# Study Linear Regression in Detail with Research Papers Part 1 (Artificial Intelligence) | by Monodeep Mukherjee | October 2022

- Adaptive selection of greedy forward variables for linear regression models with incomplete data using multiple imputation
**(arXiv)**

**Author :** Yong Shiuan Lee

**Summary : **Variable selection is crucial for parsimonious modeling in the age of Big Data. Missing values are common in data and complicate variable selection. The multiple imputation (MI) approach results in multiple imputed datasets for missing values and has been widely applied in various variable selection procedures. However, performing variable selection directly on the MI dataset or bootstrapped MI data may not be attractive in terms of computational cost. To quickly identify the active variables in the linear regression model, we propose the adaptive grafting procedure with three pooling rules on the MI data. The proposed methods proceed iteratively, which first finds the active variables based on the complete subset of cases, and then expands the working data matrix with both the number of active variables and the available observations.
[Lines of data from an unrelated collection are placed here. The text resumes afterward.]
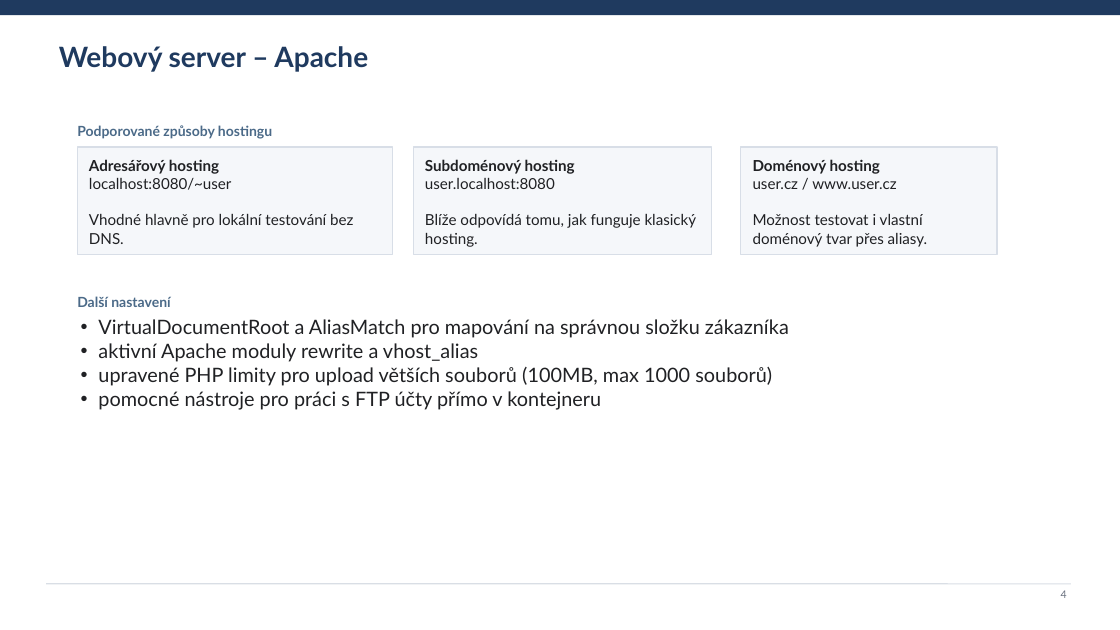
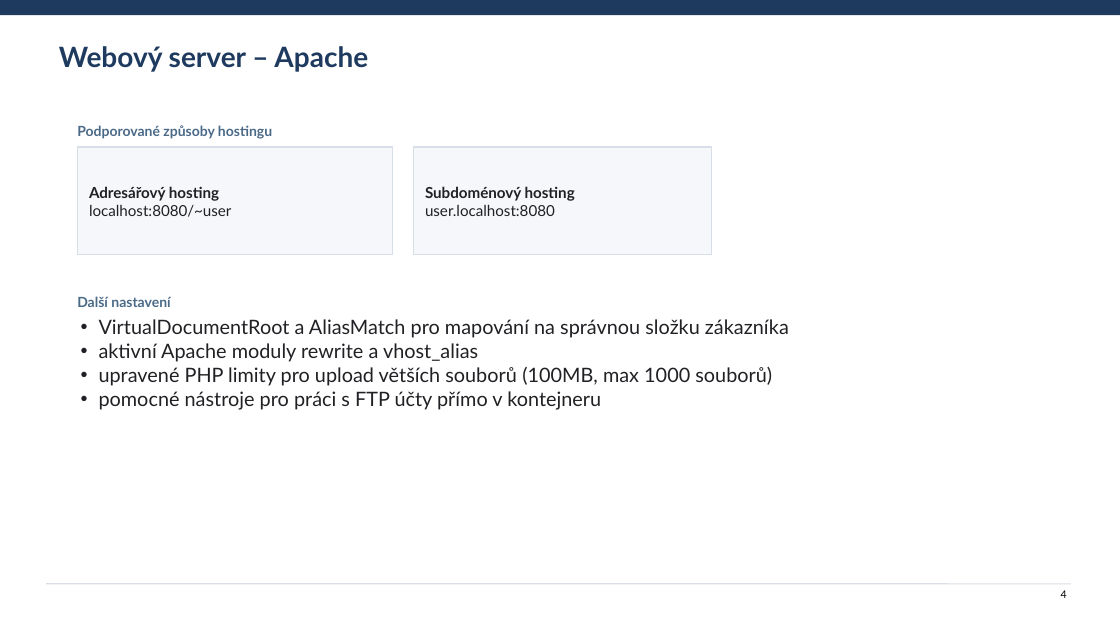
Before and after one commit to matejbartoncik/BSPWE_semestralka, a slide deck: slide 4 of WebServerPrezentace.pptx. Drawn at 1120x630 pixels with LibreOffice and Linux fonts; fonts in the diff are those of the drawing. Boxes give left, top, right and bottom in pixels: in the first picture for what was removed or moved away, otherwise in the second. Text is boxed around its words. In the diff, an @@ line names an element or a change of style, - is before the commit and + after.

Commit message:
Add demo PHP web application and database schema
- Introduced a simple PHP web application in the demo directory that displays the current date, time, and a random quote.
- Added CSS styles for the demo application to enhance the visual presentation.
- Created a database schema for a guestbook application, including a table for storing entries.
- Implemented configuration for database connection in the demo2 web application.
- Developed the main index page for the demo2 application, allowing users to submit messages to the guestbook.
- Added styling for the demo2 application to improve user experience.
- Updated Docker configuration to support the new demo applications and ensure proper environment setup.
- Enhanced documentation to reflect changes in the project structure and functionality.

```diff
--- a/WebServerPrezentace.pptx
+++ b/WebServerPrezentace.pptx
@@ rectangle removed at <box>741,147,997,255</box> @@
@@ text removed at <box>753,159,928,247</box> @@
-Doménový hosting
-user.cz / www.user.cz
-Možnost testovat i vlastní doménový tvar přes aliasy.
@@ text at <box>89,214,353,244</box>: paragraph removed @@
-Vhodné hlavně pro lokální testování bez DNS.
@@ text at <box>425,214,697,247</box>: paragraph removed @@
-Blíže odpovídá tomu, jak funguje klasický hosting.
@@ page number at <box>1061,590,1067,598</box>: text colour #6B7280 to #000000 @@
```
Also in this commit, not shown: 9 other slides changed, 17 other files.

A comprehensive simulation study shows the selection accuracy in different aspects and the computational efficiency of the proposed methods. Two concrete examples illustrate the strength of the proposed methods.

**2. **Quantum Communication Complexity of Linear Regression**(****arXiv)**

**Author: A.**Shley Montanaro, Changpeng Shao

**Summary :** Dequantized algorithms show that quantum computers do not have exponential speedups for many linear algebra problems in terms of time and query complexity. In this work, we show that quantum computers can have exponential speedups in communication complexity for some fundamental linear algebra problems. We mainly focus on linear regression solving and Hamiltonian simulation. In the quantum case, the task is to prepare the quantum state of the result. To allow a fair comparison, in the classical case, the task is to sample from the result. We investigate these two problems in bipartite and multipartite models, propose near-optimal quantum protocols, and prove quantum/classical lower bounds. In this process, we propose an efficient quantum protocol for quantum singular value transformation, which is a powerful technique for designing quantum algorithms. As a result, for many linear algebra problems where quantum computers lose exponential speedups in query time and complexity, it is possible to have exponential speedups in communication complexity.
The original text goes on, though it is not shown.